J Orthop Surg Res. 2023 Sep 19;18(1):700. doi: 10.1186/s13018-023-04204-7.


BACKGROUND: Postoperative surgical site infections (SSIs) are an important complication to prevent in surgical treatment. Patients with diabetes mellitus (DM) have a higher risk of SSIs. Preoperative glycemic control is required. For patients with orthopedic trauma, the duration of preoperative glycemic control is limited because delaying operative treatment is difficult. However, whether preoperative glycemic control would decrease the risk of SSIs in diabetic patients with lower extremity fractures is unclear. The first aim of this study was to investigate the rate of SSIs among patients with DM who had undergone preoperative glycemic control, compared with that of patients without DM. As the secondary aim, we sought to demonstrate among patients with DM whether preoperative glycemic control would affect the development of SSIs between patients with controlled DM and patients with poorly controlled DM.

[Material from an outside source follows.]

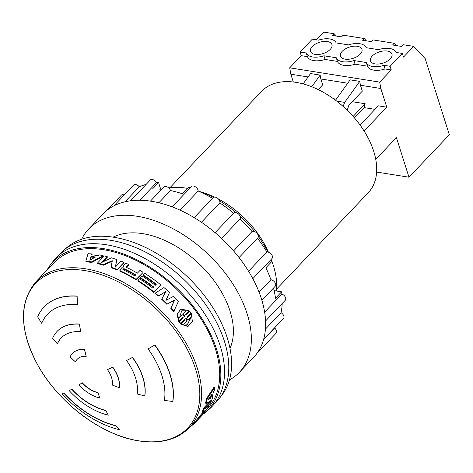 <?xml version="1.0" encoding="UTF-8"?>
<svg xmlns="http://www.w3.org/2000/svg" width="473" height="473" viewBox="0 0 473 473"><rect width="100%" height="100%" fill="white"/><g stroke="black" fill="none" stroke-linecap="round" stroke-linejoin="round"><path stroke-width="0.71" d="M84.697 270.556A104.947 64.612 43.6 0 1 195.58 368.999A104.947 64.612 43.6 0 1 138.701 440.812A104.947 64.612 43.6 0 1 27.818 342.369A104.947 64.612 43.6 0 1 84.697 270.556M276.587 289.104L368.242 192.748A73.575 45.296 -136.4 0 0 363.116 129.466A73.575 45.296 -136.4 0 0 295.997 82.355A73.575 45.296 -136.4 0 0 261.622 91.324L169.967 187.68M198.429 191.139L203.366 192.682A73.575 45.296 43.6 0 1 214.582 197.093M218.455 199.032A73.575 45.296 43.6 0 1 268.392 252.156M168.654 187.852A82.586 50.848 43.6 0 1 187.592 188.384M198.489 191.163A82.586 50.848 43.6 0 1 213.406 197.46M219.673 200.948A82.586 50.848 43.6 0 1 236.086 212.643M240.118 216.161A82.586 50.848 43.6 0 1 254.575 231.539M258.394 236.577A82.586 50.848 43.6 0 1 267.795 252.008M271.141 259.411A82.586 50.848 43.6 0 1 271.679 260.783M272.087 261.871L271.922 261.427A82.586 50.848 43.6 0 1 272.087 261.871A82.586 50.848 43.6 0 1 273.364 265.601A82.586 50.848 43.6 0 1 276.415 290.996M367.45 66.173L355.087 64.21A15.769 8.283 162.4 0 1 343.818 65.38A15.769 8.283 162.4 0 1 337.444 61.407L325.081 59.444A15.769 8.283 162.4 0 1 313.818 60.621A15.769 8.283 162.4 0 1 307.444 56.648L306.285 52.994A15.769 8.283 -17.6 0 0 312.659 56.967A15.769 8.283 -17.6 0 0 323.922 55.79L336.285 57.753A15.769 8.283 -17.6 0 0 342.659 61.727A15.769 8.283 -17.6 0 0 353.928 60.556L366.291 62.519A15.769 8.283 -17.6 0 0 372.665 66.486A15.769 8.283 -17.6 0 0 383.928 65.315L385.087 68.969A15.769 8.283 162.4 0 1 373.824 70.14A15.769 8.283 162.4 0 1 367.45 66.173L366.291 62.519M337.444 61.407L336.285 57.753M315.101 54.395A11.263 5.913 162.4 0 1 310.483 51.368A11.263 5.913 162.4 0 1 315.349 44.119A11.263 5.913 162.4 0 1 327.334 41.535A11.263 5.913 162.4 0 1 331.951 44.557A11.263 5.913 162.4 0 1 327.085 51.805A11.263 5.913 162.4 0 1 315.101 54.395M375.113 63.914A11.263 5.913 162.4 0 1 370.495 60.893A11.263 5.913 162.4 0 1 375.361 53.644A11.263 5.913 162.4 0 1 387.346 51.054A11.263 5.913 162.4 0 1 391.963 54.082A11.263 5.913 162.4 0 1 387.097 61.33A11.263 5.913 162.4 0 1 375.113 63.914M345.107 59.155A11.263 5.913 162.4 0 1 340.489 56.127A11.263 5.913 162.4 0 1 345.355 48.879A11.263 5.913 162.4 0 1 357.34 46.295A11.263 5.913 162.4 0 1 361.957 49.322A11.263 5.913 162.4 0 1 357.091 56.571A11.263 5.913 162.4 0 1 345.107 59.155M261.882 300.266L275.239 286.23A4.316 2.661 -136.4 0 0 274.937 282.517A4.316 2.661 -136.4 0 0 270.999 279.756A4.316 2.661 -136.4 0 0 270.928 279.744A99.478 61.248 -136.4 0 0 265.856 267.807L271.969 261.374A99.478 61.248 43.6 0 0 271.041 259.517M239.397 372.31L253.67 357.31A103.983 64.021 -136.4 0 0 246.427 267.872A103.983 64.021 -136.4 0 0 151.573 201.297A103.983 64.021 -136.4 0 0 102.99 213.973L88.717 228.973A103.983 64.021 43.6 0 1 137.3 216.297A103.983 64.021 43.6 0 1 232.154 282.878A103.983 64.021 43.6 0 1 239.397 372.31A103.983 64.021 43.6 0 1 229.482 379.908M113.082 237.168A82.586 50.848 43.6 0 1 142.811 233.656A82.586 50.848 43.6 0 1 213.169 279.49A82.586 50.848 43.6 0 1 230.002 348.382M219.336 398.485L222.192 394.724A107.211 66.007 -136.4 0 0 227.271 337.87A107.211 66.007 -136.4 0 0 154.446 252.121A107.211 66.007 -136.4 0 0 67.19 247.278L63.577 250.323A107.738 66.332 43.6 0 1 151.259 255.189A107.738 66.332 43.6 0 1 224.444 341.352A107.738 66.332 43.6 0 1 219.336 398.485A107.738 66.332 43.6 0 1 214.18 404.102M58.226 255.751A107.738 66.332 43.6 0 1 63.577 250.323M46.916 270.189A107.211 66.007 43.6 0 1 50.215 265.128L53.071 261.368A107.738 66.332 43.6 0 1 140.853 256.366A107.738 66.332 43.6 0 1 220.187 345.828A107.738 66.332 43.6 0 1 208.83 409.529L205.217 412.568A107.211 66.007 43.6 0 1 203.13 414.212M50.215 265.128A107.211 66.007 43.6 0 1 137.566 260.15A107.211 66.007 43.6 0 1 216.516 349.18A107.211 66.007 43.6 0 1 205.217 412.568M173.721 311.583A105.863 65.173 -136.4 0 0 170.848 308.42L174.283 300.314L166.88 304.31A105.863 65.173 -136.4 0 0 161.731 299.356L165.455 291.811L158.142 296.133A105.863 65.173 -136.4 0 0 154.884 293.361L163.995 287.56A106.614 65.635 -136.4 0 1 169.494 292.474L165.952 300.373L173.514 296.346A106.614 65.635 -136.4 0 1 178.38 301.39L173.721 311.583M120.71 271.07A106.614 65.635 43.6 0 1 136.165 279.354L142.84 272.696L136.041 279.839A105.863 65.173 -136.4 0 0 120.692 271.614L119.882 269.982L120.692 271.614M123.352 266.991L123.264 266.21M142.958 272.212A106.614 65.635 -136.4 0 0 139.984 270.432L137.389 273.158A106.614 65.635 -136.4 0 0 126.415 267.363L126.309 267.014L128.715 264.49L128.691 265.028L126.457 267.381M91.514 261.9L103.108 255.657L103.262 256.26L91.709 262.509A105.863 65.173 -136.4 0 0 86.051 261.782L85.82 261.167A106.614 65.635 43.6 0 1 91.514 261.9L91.709 262.509M103.108 255.657A106.614 65.635 -136.4 0 0 99.176 254.9L97.881 255.633A106.614 65.635 -136.4 0 0 91.502 254.811L91.774 253.948L91.922 254.846M153.896 291.947L160.442 285.201L153.648 292.344A105.863 65.173 -136.4 0 0 137.803 280.938L137.939 280.459A106.614 65.635 43.6 0 1 153.896 291.947L153.648 292.344M153.37 287.33A105.863 65.173 -136.4 0 0 140.404 278.207L140.54 277.728A106.614 65.635 43.6 0 1 153.69 286.987L152.696 288.033A106.614 65.635 -136.4 0 0 139.541 278.774L137.939 280.459M155.966 284.598A105.863 65.173 -136.4 0 0 143 275.475L143.136 275.002A106.614 65.635 43.6 0 1 156.291 284.255L155.292 285.302A106.614 65.635 -136.4 0 0 142.137 276.043L140.54 277.728M117.233 269.533L124.027 262.391L124.038 262.941L117.245 270.089A105.863 65.173 -136.4 0 0 111.25 267.712L111.196 267.144A106.614 65.635 43.6 0 1 117.233 269.533L117.245 270.089M112.308 261.291L103.51 265.176A105.863 65.173 -136.4 0 0 97.633 263.662L97.479 263.059A106.614 65.635 43.6 0 1 103.398 264.59L103.51 265.176M124.027 262.391A106.614 65.635 -136.4 0 0 121.005 261.149L115.377 267.068L116.784 259.565A106.614 65.635 -136.4 0 0 111.392 257.797L101.594 262.55L107.229 256.632L107.353 257.229L102.907 261.9M116.784 259.565L115.548 266.884M185.735 315.048L189.655 311.193L185.836 315.207L185.398 314.462L189.07 310.607L180.55 309.123L177.546 314.19L179.078 321.102L178.64 321.309L177.139 314.403L180.55 309.123M187.503 317.271L191.317 313.552L187.645 317.407L187.066 316.821L190.885 312.807L189.655 311.193M179.078 321.102L182.749 317.247L183.341 317.826L179.521 321.841L180.757 323.461L184.576 319.441L184.996 320.191L181.33 324.052L188.171 326.275L187.675 326.429L180.875 324.236L184.541 320.375L184.127 319.63M180.757 323.461L180.308 323.644L179.084 322.042L182.903 318.027L182.312 317.454M207.546 408.518A105.863 65.173 -136.4 0 0 215.434 349.009A105.863 65.173 -136.4 0 0 140.511 262.681A105.863 65.173 -136.4 0 0 54.123 262.616L35.983 281.689A105.863 65.173 43.6 0 1 85.442 268.782A105.863 65.173 43.6 0 1 197.294 368.083A105.863 65.173 43.6 0 1 189.383 427.616C177.351 439.695 160.554 444.129 138.985 440.913C102.085 435.615 58.622 403.043 37.905 365.298C19.346 330.343 18.707 302.478 35.983 281.689M334.63 99.567L335.186 98.987L333.441 98.709M353.124 116.429L365.186 103.747L352.267 101.695M354.372 117.866L364.115 107.625L374.994 109.352M375.757 159.348L396.427 137.619L408.979 177.204L449.35 134.764L425.203 58.646L413.704 46.372L403.504 57.091L402.346 53.437L390.113 66.297L391.272 69.951L379.707 82.107L380.842 88.492L386.766 107.17L364.098 130.997M408.979 177.204L376.62 172.066M293.295 81.989L290.83 74.208L308.118 76.951M334.955 99.809L335.186 98.987M364.115 107.625L365.186 103.747M386.766 107.17L378.341 105.834L360.065 125.049M347.2 110.227L348.873 105.266L362.306 91.141L360.438 85.252L380.842 88.492M318.193 89.598L322.704 84.856L320.836 78.967L347.72 83.236M307.444 56.648L301.26 55.666L289.701 67.822L379.707 82.107M391.272 69.951L385.087 68.969M390.113 66.297L383.928 65.315M402.346 53.437L396.161 52.456A15.769 8.283 -17.6 0 0 378.524 49.659L366.161 47.696A15.769 8.283 -17.6 0 0 348.518 44.894L336.155 42.931A15.769 8.283 -17.6 0 0 318.518 40.134L312.334 39.153L300.101 52.012L306.285 52.994M413.704 46.372L403.203 44.704L401.565 46.425L392.566 44.994L394.198 43.274L373.197 39.945L371.565 41.659L362.56 40.235L364.198 38.514L343.191 35.179L341.559 36.9L332.56 35.469L334.192 33.754L323.692 32.087L316.36 39.791M366.374 40.838L364.198 38.514M396.38 45.597L394.198 43.274M334.192 33.754L336.368 36.078M274.133 290.635L281.63 291.823L275.511 298.25A99.478 61.248 -136.4 0 0 273.5 288.057M265.572 320.966L285.272 300.254A4.316 2.661 43.6 0 0 285.219 296.961A4.316 2.661 43.6 0 0 281.884 294.011A99.478 61.248 -136.4 0 0 281.63 291.823M282.192 303.489A99.478 61.248 43.6 0 1 281.063 312.671A4.316 2.661 43.6 0 1 283.504 318.453L263.662 339.312M275.168 327.215A99.478 61.248 43.6 0 1 274.624 328.037A4.316 2.661 43.6 0 1 276.167 333.163L257.005 353.307M190.176 187.887A99.478 61.248 -136.4 0 0 188.585 187.343L182.466 193.776A99.478 61.248 -136.4 0 0 170.481 190.572A4.316 2.661 -136.4 0 0 167.442 186.995A4.316 2.661 -136.4 0 0 163.877 186.971L150.42 201.12M172.131 206.861L191.447 186.557A4.316 2.661 43.6 0 1 195.473 186.859A4.316 2.661 43.6 0 1 198.193 191.039A99.478 61.248 43.6 0 1 212.531 198.341M194.178 217.633L213.175 197.661A4.316 2.661 43.6 0 1 217.657 198.293A4.316 2.661 43.6 0 1 219.833 202.923A99.478 61.248 43.6 0 1 233.567 213.246M233.579 213.258A4.316 2.661 43.6 0 1 233.715 213.098A4.316 2.661 43.6 0 1 238.617 214.098A4.316 2.661 43.6 0 1 240.03 218.981A99.478 61.248 43.6 0 1 252.038 231.51A4.316 2.661 43.6 0 1 256.886 233.148A4.316 2.661 43.6 0 1 257.903 237.765L239.06 257.572M257.478 238.215A99.478 61.248 43.6 0 1 266.861 251.997A4.316 2.661 43.6 0 1 271.372 254.291A4.316 2.661 43.6 0 1 272.022 258.489L252.836 278.656M161.683 189.277A99.478 61.248 -136.4 0 0 152.466 189.017L158.579 182.584L160.678 189.188M130.513 200.812L150.29 180.024A4.316 2.661 43.6 0 1 156.504 182.696A99.478 61.248 43.6 0 1 158.579 182.584M106.815 210.444L121.271 195.248A4.316 2.661 43.6 0 1 124.21 194.982M113.857 205.867L133.67 185.044A4.316 2.661 43.6 0 1 139.287 186.811A99.478 61.248 43.6 0 1 146.116 184.411M290.83 74.208L289.701 67.822M301.26 55.666L300.101 52.012M360.438 85.252L359.752 81.38L350.15 79.854L335.517 100.229M320.836 78.967L320.144 75.089L310.542 73.569L303.128 83.892M325.081 59.444L323.922 55.79M355.087 64.21L353.928 60.556M274.624 328.037L263.562 339.661M281.063 312.671L265.442 329.09M281.884 294.011L264.644 312.133M259.092 292.184L270.928 279.744M266.861 251.997L248.561 271.236M252.038 231.51L233.585 250.909M240.03 218.981L221.553 238.404M219.833 202.923L201.427 222.269M198.193 191.039L180.012 210.148M156.504 182.696L139.783 200.274M158.887 202.757L170.481 190.572M139.287 186.811L125.02 201.811M336.687 101.116L344.663 102.381L359.752 81.38M320.144 75.089L311.76 86.766M344.663 102.381L343.126 106.437M81.622 239.261A103.983 64.021 43.6 0 1 88.717 228.973M196.934 420.728L203.727 413.579A106.614 65.635 -136.4 0 0 205.152 411.877L199.523 417.801L206.997 409.358A106.614 65.635 -136.4 0 0 209.09 405.899L204.88 408.962L210.509 403.043A106.614 65.635 -136.4 0 0 211.407 400.915L204.614 408.057A106.614 65.635 43.6 0 1 202.722 412.243L206.104 409.76L199.689 417.239A106.614 65.635 43.6 0 1 196.934 420.728L196.384 420.213A105.863 65.173 -136.4 0 0 199.121 416.754L203.479 411.711M202.722 412.243L202.131 411.794A105.863 65.173 -136.4 0 0 204.005 407.637L210.438 400.879M207.517 406.189L208.504 405.444L209.09 405.899M207.233 398.78A106.614 65.635 43.6 0 1 206.145 403.493L205.53 403.102A105.863 65.173 -136.4 0 0 206.612 398.42L213.997 387.245L214.624 387.57L207.233 398.78L206.612 398.42M199.103 418.475L196.33 421.402L195.787 420.881L196.094 420.556L189.383 427.616M211.407 400.915L210.917 400.572M204.614 408.057L204.005 407.637M199.689 417.239L199.121 416.754M212.282 396.735L212.744 397.03L212.081 397.438A106.614 65.635 -136.4 0 0 213.305 392.158L214.157 390.905A106.614 65.635 -136.4 0 0 214.624 387.57M206.145 403.493L211.738 400.046A106.614 65.635 -136.4 0 0 212.744 397.03M199.789 417.724L199.121 418.428M196.638 421.076L195.183 422.584L194.657 422.07M195.183 422.584A106.614 65.635 43.6 0 1 190.034 426.93M183.341 317.826L182.903 318.027M179.521 321.841L179.084 322.042M184.996 320.191L184.541 320.375M181.33 324.052L180.875 324.236M188.171 326.275L192.357 321.421L191.317 313.552M107.229 256.632A106.614 65.635 -136.4 0 0 104.279 255.917L97.479 263.059M103.398 264.59L112.231 260.712L111.196 267.144M160.69 284.799A106.614 65.635 -136.4 0 0 144.738 273.317L143.136 275.002M91.774 253.948A106.614 65.635 -136.4 0 0 88.031 253.717L85.82 261.167M128.715 264.49A106.614 65.635 -136.4 0 0 125.688 263.112L123.264 265.66L123.27 266.329L123.944 266.985L122.247 267.239L119.882 269.982M123.264 265.66L123.264 266.878M119.882 270.118L119.876 270.532M136.165 279.354L136.041 279.839M155.138 292.97A106.614 65.635 43.6 0 1 158.425 295.761L158.142 296.133M165.455 291.811L158.425 295.761M161.731 299.356L165.745 291.451M162.038 299.007A106.614 65.635 43.6 0 1 167.223 303.997L166.88 304.31M174.283 300.314L167.223 303.997M170.848 308.42L174.638 300.012M171.214 308.136A106.614 65.635 43.6 0 1 174.111 311.323M210.846 398.195L207.901 399.939L211.697 394.5A106.614 65.635 43.6 0 1 210.846 398.195L210.225 397.811L208.794 398.674M184.157 323.958L187.018 320.954L185.7 318.264L185.948 318.004L188.023 319.902L190.879 316.898L187.704 324.247L184.157 323.958M184.464 316.65L182.306 314.787L179.45 317.785L181.691 310.85L186.167 310.726L183.311 313.729L184.712 316.39L184.464 316.65M95.457 257.005L89.817 260.262L90.993 256.431A106.614 65.635 43.6 0 1 95.457 257.005M135.786 274.843L134.793 275.889A106.614 65.635 -136.4 0 0 123.104 269.758L122.945 268.948L124.097 268.711A106.614 65.635 43.6 0 1 135.786 274.843M62.028 393.713L63.938 392.998A75.077 46.224 -136.4 0 0 116.027 425.706L119.326 429.691A82.586 50.848 43.6 0 1 62.028 393.713L63.938 392.998M148.096 348.903L154.89 344.912A82.586 50.848 43.6 0 1 172.852 401.53L164.427 400.377A75.077 46.224 43.6 0 0 148.096 348.903L154.754 345.059A82.586 50.848 43.6 0 1 172.716 401.678M57.05 331.437A56.311 34.665 43.6 0 1 57.115 331.366A56.311 34.665 43.6 0 1 79.559 324.052L80.605 331.674A48.802 30.047 43.6 0 0 61.153 338.012A48.802 30.047 43.6 0 0 57.363 343.871L52.609 338.266A56.311 34.665 43.6 0 1 56.985 331.502A56.311 34.665 43.6 0 1 79.429 324.188L79.559 324.052M61.218 337.947A48.802 30.047 -136.4 0 0 57.487 343.741L57.363 343.871M97.893 392.572L99.785 398.041A30.03 18.488 43.6 0 1 78.95 384.957L82.267 382.758A22.521 13.865 -136.4 0 0 97.893 392.572L99.785 398.041M107.43 369.62L112.793 367.131A30.03 18.488 43.6 0 1 119.32 387.724L112.326 385.057A22.521 13.865 43.6 0 0 107.43 369.62L112.669 367.261A30.03 18.488 43.6 0 1 119.196 387.854M72.481 353.343A30.03 18.488 43.6 0 1 72.54 353.278A30.03 18.488 43.6 0 1 84.513 349.376L86.222 356.299A22.521 13.865 43.6 0 0 77.247 359.226A22.521 13.865 43.6 0 0 75.491 361.928L70.081 357.014A30.03 18.488 43.6 0 1 72.416 353.408A30.03 18.488 43.6 0 1 84.389 349.506L84.513 349.376M77.306 359.161A22.521 13.865 -136.4 0 0 75.615 361.798L75.491 361.928M126.557 360.527L132.582 357.346A56.311 34.665 43.6 0 1 144.827 395.954L137.17 393.985A48.802 30.047 43.6 0 0 126.557 360.527L132.452 357.482A56.311 34.665 43.6 0 1 144.697 396.09M105.751 410.41L108.293 415.188A56.311 34.665 43.6 0 1 69.229 390.657L71.89 389.149A48.802 30.047 -136.4 0 0 105.751 410.41L108.293 415.188M44.143 306.876A82.586 50.848 43.6 0 1 44.214 306.806A82.586 50.848 43.6 0 1 77.129 296.08L77.401 304.511A75.077 46.224 43.6 0 0 47.477 314.267A75.077 46.224 43.6 0 0 41.642 323.278L37.651 316.869A82.586 50.848 43.6 0 1 44.072 306.953A82.586 50.848 43.6 0 1 76.987 296.228L77.401 304.511M47.548 314.196A75.077 46.224 -136.4 0 0 41.778 323.136L41.642 323.278M210.692 395.96A105.863 65.173 43.6 0 1 210.225 397.811M187.45 324.324L190.578 318.471M188.023 319.902L187.562 320.073L185.96 318.69M182.306 314.787L179.409 317.602M184.712 316.39L184.369 316.543M183.311 313.729L186.167 310.726M184.275 316.585L182.885 313.942M181.49 310.968L185.741 310.938M90.302 259.979L91.218 257.046L90.993 256.431M91.218 257.046A105.863 65.173 43.6 0 1 94.653 257.466M124.097 268.711L124.08 269.249A105.863 65.173 43.6 0 1 135.444 275.203M122.891 269.539L124.08 269.249M116.027 425.706L115.891 425.848A75.077 46.224 43.6 0 1 63.802 393.14M115.891 425.848L119.326 429.691M79.429 324.188L80.605 331.674M97.769 392.702A22.521 13.865 43.6 0 1 82.142 382.888L82.267 382.758M78.95 384.957L82.142 382.888M84.389 349.506L86.222 356.299M105.621 410.54A48.802 30.047 43.6 0 1 71.766 389.279L71.89 389.149M69.229 390.657L71.766 389.279M271.171 259.381L271.709 260.848M233.715 213.098L215.103 232.663M123.157 266.536L123.157 265.986"/></g></svg>

METHODS: In this retrospective cohort study, 1510 patients treated surgically for lower extremity fractures were enrolled. Data collected were patient age, sex, body mass index, history of DM, development of SSIs, tobacco use, the presence of an open fracture, the period between the day of injury and the operation, the length of surgery, and blood glucose levels on admission and on the day before surgery.

RESULTS: The rate of total SSIs was 6.0% among patients with DM and 4.4% among patients without DM (p = 0.31). Multivariate logistic regression revealed a significant association between the development of SSIs and the presence of DM (odds ratio, 1.79; 95% confidence interval 1.01-3.19; p = 0.047). The results of the secondary study revealed that the rate of early SSIs was significantly higher in the poorly controlled DM group than in the controlled DM group (5.9% vs. 1.5%; p = 0.032). However, multivariate logistic regression revealed that control levels of DM were not significantly associated with the development of SSIs.

CONCLUSIONS: Even though patients with DM had undergone preoperative glycemic control, SSIs were significantly associated with DM, especially when the patients had poorly controlled DM. This finding suggested that continuous glycemic control is important preoperatively and postoperatively to prevent SSIs.